DIETERICH & ASSOCIATES LETTERHEAD
April 21, 2006
Securities and Exchange Commission
450 Fifth Street, N.W.
Judiciary Plaza
Washington, DC 20549
RE: Micro Imaging Technology, Inc.
Ladies and Gentlemen:
This office represents Micro Imaging Technology, Inc., a California corporation (the "Registrant") in connection with the Registrant's Registration Statement on Form S-8 under the Securities Act of 1933 (the "Registration Statement"), which relates to the sale of 450,000 shares of the Registrant's Common Stock issued to an individual for business consulting services (the "Shares").

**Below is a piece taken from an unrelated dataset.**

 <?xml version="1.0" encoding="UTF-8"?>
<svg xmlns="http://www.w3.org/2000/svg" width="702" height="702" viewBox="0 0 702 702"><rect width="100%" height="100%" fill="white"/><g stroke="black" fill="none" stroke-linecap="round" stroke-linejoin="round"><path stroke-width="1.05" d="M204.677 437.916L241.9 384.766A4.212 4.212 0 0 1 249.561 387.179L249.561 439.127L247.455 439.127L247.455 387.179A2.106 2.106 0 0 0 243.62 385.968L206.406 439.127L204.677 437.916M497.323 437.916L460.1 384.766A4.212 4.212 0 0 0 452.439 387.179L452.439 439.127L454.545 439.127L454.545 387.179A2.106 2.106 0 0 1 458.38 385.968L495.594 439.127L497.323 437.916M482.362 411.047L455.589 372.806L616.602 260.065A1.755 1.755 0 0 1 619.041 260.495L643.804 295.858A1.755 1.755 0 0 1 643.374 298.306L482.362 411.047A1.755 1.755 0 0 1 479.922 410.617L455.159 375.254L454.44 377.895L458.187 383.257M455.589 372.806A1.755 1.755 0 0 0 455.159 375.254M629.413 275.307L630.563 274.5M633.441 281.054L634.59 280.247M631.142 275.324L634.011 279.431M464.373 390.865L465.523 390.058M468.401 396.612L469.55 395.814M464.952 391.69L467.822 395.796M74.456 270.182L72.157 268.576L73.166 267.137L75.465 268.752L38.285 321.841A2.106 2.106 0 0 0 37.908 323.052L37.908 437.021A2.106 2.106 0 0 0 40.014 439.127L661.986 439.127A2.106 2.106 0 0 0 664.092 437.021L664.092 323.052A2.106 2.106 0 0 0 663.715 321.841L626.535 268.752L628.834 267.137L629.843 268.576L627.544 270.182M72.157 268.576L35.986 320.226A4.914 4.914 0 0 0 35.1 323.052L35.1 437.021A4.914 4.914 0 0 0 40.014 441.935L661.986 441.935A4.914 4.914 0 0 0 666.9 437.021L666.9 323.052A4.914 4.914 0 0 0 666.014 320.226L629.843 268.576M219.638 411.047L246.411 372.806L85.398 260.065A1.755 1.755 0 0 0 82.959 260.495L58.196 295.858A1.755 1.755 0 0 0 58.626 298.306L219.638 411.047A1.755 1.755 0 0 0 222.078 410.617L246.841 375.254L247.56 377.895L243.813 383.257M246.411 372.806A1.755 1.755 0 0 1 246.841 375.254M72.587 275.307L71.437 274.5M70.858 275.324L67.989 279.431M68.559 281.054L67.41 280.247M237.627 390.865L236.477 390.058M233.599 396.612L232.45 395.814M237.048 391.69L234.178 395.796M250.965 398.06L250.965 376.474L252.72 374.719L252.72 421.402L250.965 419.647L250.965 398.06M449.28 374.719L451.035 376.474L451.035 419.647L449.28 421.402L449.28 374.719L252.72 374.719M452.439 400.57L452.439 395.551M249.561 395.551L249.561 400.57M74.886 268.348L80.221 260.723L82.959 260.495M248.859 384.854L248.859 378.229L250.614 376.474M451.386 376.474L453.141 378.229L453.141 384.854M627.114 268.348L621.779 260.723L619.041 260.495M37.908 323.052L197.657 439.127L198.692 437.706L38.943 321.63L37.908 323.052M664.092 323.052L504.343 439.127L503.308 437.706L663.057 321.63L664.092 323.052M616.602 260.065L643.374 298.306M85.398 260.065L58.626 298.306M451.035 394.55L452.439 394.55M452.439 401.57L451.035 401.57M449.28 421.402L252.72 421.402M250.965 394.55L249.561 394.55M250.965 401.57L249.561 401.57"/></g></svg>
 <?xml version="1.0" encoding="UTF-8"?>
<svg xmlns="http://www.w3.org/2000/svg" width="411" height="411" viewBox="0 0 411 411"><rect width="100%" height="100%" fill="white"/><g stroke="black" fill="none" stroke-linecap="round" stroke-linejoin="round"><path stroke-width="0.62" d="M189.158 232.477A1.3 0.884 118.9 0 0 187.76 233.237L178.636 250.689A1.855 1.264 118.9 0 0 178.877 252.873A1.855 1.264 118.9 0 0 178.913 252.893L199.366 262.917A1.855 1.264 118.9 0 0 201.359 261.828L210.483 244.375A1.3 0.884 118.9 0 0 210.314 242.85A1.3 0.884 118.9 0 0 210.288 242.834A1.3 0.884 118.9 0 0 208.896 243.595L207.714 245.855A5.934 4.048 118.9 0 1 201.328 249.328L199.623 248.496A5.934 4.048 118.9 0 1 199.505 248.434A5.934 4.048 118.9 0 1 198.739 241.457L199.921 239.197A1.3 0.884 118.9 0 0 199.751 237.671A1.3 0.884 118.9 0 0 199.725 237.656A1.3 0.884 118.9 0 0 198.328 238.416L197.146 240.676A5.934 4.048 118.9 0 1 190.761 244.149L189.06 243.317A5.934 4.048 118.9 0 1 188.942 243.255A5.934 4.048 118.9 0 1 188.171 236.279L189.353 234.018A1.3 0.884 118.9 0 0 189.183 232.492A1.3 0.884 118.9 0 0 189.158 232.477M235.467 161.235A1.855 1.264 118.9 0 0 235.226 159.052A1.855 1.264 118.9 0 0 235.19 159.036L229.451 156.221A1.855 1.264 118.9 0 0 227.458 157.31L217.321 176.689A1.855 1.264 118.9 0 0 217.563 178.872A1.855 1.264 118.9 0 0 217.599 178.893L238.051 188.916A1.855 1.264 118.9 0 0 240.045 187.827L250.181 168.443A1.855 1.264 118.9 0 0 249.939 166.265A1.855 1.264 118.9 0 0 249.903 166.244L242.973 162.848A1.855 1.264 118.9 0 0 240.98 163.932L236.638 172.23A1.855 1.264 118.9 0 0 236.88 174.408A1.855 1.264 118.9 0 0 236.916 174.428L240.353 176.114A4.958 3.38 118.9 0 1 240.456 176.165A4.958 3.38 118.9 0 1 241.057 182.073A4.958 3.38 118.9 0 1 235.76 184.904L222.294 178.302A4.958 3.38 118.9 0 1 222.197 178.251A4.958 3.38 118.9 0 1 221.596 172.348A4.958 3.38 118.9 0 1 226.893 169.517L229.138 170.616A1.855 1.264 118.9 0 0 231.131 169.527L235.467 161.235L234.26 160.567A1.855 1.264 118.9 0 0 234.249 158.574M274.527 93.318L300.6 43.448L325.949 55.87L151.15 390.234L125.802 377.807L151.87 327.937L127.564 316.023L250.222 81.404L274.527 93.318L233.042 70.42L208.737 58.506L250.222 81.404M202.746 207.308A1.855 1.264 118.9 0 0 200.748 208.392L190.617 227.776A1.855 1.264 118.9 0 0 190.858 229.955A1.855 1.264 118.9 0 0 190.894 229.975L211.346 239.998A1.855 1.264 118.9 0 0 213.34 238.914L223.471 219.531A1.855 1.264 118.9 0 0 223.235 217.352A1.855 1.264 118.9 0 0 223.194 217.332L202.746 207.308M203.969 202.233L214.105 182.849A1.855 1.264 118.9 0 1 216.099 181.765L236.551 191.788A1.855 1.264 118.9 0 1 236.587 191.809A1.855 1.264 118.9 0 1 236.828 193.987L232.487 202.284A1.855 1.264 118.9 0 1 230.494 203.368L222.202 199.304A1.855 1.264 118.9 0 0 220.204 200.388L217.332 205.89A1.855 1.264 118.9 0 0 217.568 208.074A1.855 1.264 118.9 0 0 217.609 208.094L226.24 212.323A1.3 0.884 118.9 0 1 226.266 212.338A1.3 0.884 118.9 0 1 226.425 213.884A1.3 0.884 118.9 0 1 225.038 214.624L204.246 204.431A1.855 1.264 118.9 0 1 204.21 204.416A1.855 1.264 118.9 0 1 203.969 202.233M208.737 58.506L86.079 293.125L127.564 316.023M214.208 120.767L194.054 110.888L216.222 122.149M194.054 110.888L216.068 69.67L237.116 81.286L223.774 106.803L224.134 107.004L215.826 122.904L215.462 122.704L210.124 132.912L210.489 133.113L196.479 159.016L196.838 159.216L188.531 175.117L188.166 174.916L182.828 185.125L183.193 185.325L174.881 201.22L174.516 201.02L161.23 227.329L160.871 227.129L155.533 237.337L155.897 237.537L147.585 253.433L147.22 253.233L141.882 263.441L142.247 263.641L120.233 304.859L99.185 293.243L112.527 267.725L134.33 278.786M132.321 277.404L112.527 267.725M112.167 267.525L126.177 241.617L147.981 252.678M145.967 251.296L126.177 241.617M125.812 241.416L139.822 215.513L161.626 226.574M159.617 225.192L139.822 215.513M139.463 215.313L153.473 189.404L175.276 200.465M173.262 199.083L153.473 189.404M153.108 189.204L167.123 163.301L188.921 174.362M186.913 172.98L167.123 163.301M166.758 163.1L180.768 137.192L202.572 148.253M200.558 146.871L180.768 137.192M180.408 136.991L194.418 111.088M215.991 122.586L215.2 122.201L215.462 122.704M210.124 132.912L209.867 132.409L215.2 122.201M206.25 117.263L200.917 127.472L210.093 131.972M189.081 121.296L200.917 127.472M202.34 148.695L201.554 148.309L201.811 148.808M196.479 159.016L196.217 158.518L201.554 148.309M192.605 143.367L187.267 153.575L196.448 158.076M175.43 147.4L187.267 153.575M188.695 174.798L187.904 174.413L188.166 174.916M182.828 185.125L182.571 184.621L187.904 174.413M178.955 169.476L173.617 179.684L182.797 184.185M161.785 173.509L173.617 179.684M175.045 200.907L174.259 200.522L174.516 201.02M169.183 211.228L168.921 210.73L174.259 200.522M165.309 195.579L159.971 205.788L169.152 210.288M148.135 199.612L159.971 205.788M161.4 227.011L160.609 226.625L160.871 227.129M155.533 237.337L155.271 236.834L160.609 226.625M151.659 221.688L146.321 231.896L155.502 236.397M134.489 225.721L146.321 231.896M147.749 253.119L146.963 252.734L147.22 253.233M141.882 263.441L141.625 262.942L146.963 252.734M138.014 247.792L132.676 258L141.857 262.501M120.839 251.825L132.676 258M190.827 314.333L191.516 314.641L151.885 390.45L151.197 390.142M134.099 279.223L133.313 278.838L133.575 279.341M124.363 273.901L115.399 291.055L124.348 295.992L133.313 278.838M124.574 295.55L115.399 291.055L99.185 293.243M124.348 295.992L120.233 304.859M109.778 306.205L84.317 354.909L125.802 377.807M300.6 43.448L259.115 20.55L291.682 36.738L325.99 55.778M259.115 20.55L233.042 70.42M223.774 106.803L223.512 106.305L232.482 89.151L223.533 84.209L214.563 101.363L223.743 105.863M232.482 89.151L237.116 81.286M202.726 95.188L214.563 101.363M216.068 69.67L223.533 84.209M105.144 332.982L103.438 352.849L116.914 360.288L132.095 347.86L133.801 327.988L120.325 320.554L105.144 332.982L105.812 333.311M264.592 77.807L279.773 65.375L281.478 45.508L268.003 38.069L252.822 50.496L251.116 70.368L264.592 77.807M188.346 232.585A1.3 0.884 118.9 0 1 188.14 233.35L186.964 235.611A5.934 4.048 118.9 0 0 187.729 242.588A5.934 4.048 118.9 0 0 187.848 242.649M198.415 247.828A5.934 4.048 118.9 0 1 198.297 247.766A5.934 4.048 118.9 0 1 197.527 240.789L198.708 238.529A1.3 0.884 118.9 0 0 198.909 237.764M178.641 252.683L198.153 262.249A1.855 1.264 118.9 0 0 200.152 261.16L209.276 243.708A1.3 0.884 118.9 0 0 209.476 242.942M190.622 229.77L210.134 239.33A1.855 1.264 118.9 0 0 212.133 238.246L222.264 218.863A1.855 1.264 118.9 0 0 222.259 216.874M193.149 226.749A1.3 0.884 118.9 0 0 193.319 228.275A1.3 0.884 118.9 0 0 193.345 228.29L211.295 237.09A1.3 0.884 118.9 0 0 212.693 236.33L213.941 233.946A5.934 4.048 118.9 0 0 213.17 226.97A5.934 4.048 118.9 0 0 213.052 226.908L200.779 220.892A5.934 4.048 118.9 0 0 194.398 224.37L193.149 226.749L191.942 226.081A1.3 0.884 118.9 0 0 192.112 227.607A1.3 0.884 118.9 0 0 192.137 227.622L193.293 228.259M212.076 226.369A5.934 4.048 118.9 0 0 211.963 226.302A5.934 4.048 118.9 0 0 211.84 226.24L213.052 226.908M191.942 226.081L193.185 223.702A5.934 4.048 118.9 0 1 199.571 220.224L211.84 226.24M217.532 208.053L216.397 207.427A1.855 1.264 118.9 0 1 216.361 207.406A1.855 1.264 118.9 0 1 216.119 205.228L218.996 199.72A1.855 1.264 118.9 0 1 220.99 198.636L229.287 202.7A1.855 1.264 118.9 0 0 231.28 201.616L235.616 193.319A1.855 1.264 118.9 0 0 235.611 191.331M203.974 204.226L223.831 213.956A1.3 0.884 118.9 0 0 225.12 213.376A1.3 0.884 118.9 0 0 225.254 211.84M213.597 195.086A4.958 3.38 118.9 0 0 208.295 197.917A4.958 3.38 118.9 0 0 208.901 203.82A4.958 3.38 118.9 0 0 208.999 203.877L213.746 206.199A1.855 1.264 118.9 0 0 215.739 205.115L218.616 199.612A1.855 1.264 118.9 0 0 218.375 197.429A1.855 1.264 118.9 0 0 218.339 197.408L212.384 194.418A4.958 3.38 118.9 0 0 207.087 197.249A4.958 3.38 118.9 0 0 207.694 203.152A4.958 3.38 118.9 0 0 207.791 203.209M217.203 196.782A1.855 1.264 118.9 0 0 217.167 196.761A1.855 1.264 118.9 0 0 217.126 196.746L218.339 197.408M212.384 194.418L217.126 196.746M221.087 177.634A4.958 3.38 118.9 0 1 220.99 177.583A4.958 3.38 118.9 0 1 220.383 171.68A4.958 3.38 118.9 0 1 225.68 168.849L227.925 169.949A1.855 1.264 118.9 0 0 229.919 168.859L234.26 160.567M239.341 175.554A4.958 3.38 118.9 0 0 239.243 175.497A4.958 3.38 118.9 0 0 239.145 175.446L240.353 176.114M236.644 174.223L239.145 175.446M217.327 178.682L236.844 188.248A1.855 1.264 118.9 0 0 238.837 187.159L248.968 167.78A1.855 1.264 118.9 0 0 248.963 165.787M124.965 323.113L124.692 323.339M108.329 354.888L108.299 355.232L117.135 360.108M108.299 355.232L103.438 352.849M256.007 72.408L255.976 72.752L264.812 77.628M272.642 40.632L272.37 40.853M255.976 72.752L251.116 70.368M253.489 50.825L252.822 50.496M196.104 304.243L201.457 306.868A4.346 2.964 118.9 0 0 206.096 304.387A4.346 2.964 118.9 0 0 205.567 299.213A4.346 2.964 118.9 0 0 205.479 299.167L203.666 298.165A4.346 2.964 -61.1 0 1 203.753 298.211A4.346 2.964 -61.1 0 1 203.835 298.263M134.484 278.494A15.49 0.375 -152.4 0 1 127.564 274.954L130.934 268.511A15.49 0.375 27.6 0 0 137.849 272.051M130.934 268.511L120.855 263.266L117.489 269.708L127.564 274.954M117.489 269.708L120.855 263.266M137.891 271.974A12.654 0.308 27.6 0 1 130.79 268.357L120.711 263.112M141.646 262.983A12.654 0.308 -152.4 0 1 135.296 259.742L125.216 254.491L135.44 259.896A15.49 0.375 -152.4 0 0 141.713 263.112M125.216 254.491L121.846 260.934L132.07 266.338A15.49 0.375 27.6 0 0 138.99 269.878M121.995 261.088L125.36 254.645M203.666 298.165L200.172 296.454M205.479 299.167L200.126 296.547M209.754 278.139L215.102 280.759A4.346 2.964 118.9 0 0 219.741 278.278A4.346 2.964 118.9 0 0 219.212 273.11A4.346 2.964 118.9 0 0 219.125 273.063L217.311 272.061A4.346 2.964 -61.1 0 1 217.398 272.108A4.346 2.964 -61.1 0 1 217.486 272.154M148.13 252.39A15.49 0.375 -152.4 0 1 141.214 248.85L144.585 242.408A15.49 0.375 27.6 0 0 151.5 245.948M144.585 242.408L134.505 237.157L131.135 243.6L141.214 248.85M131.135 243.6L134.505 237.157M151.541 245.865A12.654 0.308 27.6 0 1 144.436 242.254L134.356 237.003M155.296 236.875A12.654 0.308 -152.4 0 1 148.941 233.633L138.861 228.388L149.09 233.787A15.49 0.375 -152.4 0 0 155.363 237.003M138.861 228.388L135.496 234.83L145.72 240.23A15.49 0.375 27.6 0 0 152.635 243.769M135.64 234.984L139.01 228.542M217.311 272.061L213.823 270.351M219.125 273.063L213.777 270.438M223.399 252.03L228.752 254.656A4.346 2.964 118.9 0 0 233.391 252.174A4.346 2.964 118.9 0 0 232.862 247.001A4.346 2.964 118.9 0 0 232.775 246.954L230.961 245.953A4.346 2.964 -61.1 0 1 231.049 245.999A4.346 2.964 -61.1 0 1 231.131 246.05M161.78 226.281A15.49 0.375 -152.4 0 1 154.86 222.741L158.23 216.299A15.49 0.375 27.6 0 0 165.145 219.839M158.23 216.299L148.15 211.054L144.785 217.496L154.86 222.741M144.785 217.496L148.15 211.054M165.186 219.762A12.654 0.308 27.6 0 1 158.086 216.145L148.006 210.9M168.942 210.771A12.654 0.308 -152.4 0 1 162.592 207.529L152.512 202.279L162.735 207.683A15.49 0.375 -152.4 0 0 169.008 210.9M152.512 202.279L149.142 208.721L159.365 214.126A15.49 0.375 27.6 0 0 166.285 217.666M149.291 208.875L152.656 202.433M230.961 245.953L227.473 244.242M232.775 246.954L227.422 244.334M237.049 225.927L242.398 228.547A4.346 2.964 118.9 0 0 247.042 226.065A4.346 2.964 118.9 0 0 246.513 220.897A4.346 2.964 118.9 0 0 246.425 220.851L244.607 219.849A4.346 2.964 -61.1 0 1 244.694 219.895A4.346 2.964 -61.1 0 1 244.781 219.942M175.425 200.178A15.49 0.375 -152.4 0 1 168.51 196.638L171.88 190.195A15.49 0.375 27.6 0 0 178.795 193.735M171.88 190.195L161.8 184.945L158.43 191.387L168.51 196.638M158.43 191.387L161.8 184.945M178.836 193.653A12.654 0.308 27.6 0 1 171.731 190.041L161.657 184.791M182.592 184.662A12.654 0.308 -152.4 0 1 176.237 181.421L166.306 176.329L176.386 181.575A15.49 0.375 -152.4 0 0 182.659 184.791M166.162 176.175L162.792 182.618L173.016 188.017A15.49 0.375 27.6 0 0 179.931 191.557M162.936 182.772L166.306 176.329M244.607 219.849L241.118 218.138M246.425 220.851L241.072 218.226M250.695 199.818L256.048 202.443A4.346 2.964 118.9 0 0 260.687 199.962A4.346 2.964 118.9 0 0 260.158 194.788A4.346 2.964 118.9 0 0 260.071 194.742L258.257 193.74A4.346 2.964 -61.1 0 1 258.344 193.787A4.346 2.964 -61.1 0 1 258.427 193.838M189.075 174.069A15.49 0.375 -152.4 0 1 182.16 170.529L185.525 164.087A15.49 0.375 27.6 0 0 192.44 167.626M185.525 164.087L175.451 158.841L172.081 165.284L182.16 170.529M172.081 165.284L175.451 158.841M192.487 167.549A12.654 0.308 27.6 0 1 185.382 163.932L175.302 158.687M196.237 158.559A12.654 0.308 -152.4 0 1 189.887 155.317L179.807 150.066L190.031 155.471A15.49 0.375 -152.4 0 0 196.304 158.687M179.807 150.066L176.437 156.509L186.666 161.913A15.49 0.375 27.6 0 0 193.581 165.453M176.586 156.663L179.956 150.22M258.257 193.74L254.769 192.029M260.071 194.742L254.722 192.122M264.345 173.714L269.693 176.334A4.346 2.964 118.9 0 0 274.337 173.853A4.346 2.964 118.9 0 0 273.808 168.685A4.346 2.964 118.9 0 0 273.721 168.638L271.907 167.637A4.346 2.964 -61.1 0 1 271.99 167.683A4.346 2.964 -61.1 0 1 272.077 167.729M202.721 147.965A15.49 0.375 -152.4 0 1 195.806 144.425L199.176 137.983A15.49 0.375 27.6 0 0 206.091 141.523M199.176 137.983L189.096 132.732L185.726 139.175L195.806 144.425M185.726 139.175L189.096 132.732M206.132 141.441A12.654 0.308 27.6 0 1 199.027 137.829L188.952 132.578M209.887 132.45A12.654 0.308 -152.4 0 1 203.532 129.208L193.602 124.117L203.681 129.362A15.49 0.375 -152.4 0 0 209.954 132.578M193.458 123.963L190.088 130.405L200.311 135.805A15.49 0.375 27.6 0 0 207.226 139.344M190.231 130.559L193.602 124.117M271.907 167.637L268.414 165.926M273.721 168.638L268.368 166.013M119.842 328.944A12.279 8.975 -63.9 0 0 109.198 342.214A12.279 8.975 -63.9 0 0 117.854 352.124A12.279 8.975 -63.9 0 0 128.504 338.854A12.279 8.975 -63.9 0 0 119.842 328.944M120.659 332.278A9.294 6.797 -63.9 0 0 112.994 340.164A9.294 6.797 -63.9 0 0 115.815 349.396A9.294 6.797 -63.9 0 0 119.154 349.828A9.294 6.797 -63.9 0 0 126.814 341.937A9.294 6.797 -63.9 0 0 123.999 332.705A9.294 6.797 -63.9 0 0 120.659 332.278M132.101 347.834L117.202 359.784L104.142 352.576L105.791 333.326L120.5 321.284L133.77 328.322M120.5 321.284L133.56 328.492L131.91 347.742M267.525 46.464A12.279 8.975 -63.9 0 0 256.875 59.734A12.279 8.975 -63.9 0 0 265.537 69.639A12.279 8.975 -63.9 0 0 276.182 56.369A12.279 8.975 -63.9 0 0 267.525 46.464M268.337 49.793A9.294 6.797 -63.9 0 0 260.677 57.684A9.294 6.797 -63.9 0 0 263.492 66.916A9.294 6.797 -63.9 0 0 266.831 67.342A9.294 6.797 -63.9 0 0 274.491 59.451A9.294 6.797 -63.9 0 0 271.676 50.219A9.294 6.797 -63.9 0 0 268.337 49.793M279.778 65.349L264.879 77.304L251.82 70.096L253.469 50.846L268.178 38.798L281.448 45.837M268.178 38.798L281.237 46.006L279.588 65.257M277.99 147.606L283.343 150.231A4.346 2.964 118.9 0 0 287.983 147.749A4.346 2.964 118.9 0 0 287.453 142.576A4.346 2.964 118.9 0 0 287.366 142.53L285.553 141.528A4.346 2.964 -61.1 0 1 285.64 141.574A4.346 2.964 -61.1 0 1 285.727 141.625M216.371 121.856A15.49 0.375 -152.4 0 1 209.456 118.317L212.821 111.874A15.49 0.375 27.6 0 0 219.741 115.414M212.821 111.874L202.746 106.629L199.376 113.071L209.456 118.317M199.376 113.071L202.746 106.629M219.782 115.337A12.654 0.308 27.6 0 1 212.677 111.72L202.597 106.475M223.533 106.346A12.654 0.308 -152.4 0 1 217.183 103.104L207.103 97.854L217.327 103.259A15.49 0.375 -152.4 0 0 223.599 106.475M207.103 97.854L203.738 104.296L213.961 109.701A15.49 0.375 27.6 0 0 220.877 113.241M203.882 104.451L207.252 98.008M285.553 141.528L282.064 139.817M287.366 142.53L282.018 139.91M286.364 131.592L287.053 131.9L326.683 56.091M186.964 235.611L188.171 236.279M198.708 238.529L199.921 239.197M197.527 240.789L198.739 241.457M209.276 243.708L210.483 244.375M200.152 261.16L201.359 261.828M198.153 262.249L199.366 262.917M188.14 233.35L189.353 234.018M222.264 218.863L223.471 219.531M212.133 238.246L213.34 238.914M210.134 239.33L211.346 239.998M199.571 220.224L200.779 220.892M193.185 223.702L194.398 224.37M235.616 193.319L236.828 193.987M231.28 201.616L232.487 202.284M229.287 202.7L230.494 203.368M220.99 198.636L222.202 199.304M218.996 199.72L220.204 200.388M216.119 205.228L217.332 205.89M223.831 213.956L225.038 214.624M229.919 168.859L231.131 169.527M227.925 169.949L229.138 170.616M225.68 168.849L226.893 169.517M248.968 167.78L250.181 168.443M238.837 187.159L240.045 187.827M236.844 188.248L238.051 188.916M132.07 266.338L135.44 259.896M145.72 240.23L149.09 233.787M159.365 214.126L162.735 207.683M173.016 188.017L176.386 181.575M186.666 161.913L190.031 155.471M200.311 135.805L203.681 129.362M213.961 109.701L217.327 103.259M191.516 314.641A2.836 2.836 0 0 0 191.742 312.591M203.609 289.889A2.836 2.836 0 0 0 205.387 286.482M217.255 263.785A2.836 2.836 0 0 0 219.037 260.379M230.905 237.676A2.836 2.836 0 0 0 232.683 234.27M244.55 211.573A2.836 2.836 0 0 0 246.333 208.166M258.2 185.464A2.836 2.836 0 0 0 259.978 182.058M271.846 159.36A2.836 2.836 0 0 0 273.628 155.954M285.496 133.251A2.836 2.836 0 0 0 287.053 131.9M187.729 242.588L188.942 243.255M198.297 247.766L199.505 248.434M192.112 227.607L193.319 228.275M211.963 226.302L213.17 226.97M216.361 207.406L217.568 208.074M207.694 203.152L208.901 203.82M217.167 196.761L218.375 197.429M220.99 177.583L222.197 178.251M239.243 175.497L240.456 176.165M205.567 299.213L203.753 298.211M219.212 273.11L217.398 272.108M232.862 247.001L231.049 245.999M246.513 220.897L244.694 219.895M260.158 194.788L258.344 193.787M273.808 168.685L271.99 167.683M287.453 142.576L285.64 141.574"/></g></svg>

In connection with our representation, we have examined such documents and undertaken such further inquiry as we consider necessary for rendering the opinion hereinafter set forth.
Based upon the foregoing, it is our opinion that the Registered Securities, when sold as set forth in the Registration Statement, will be legally issued, fully paid and nonassessable.
We hereby consent to the inclusion of this opinion in the Registration Statement and to the filing of this opinion as Exhibit 5.1 to the Registration Statement and with such state regulatory agencies in such states as may require such filing in connection with the registration of the Registered Securities for offer and sale in such states.
Very truly yours,
/S/ Dieterich & Associates
Dieterich & Associates
Exhibit 23.1
Included within Exhibit 5.1 (Opinion of Counsel)
Exhibit 23.2
Consent of Independent Registered Public Accounting Firm
We consent to the incorporation by reference in this Registration Statement of Micro Imaging Technology, Inc. on Form S-8, of our report, dated January 18, 2006 relating to our audits of the consolidated financial statements included in the Annual Report on Form 10-KSB of Micro Imaging Technology, Inc. and Subsidiaries.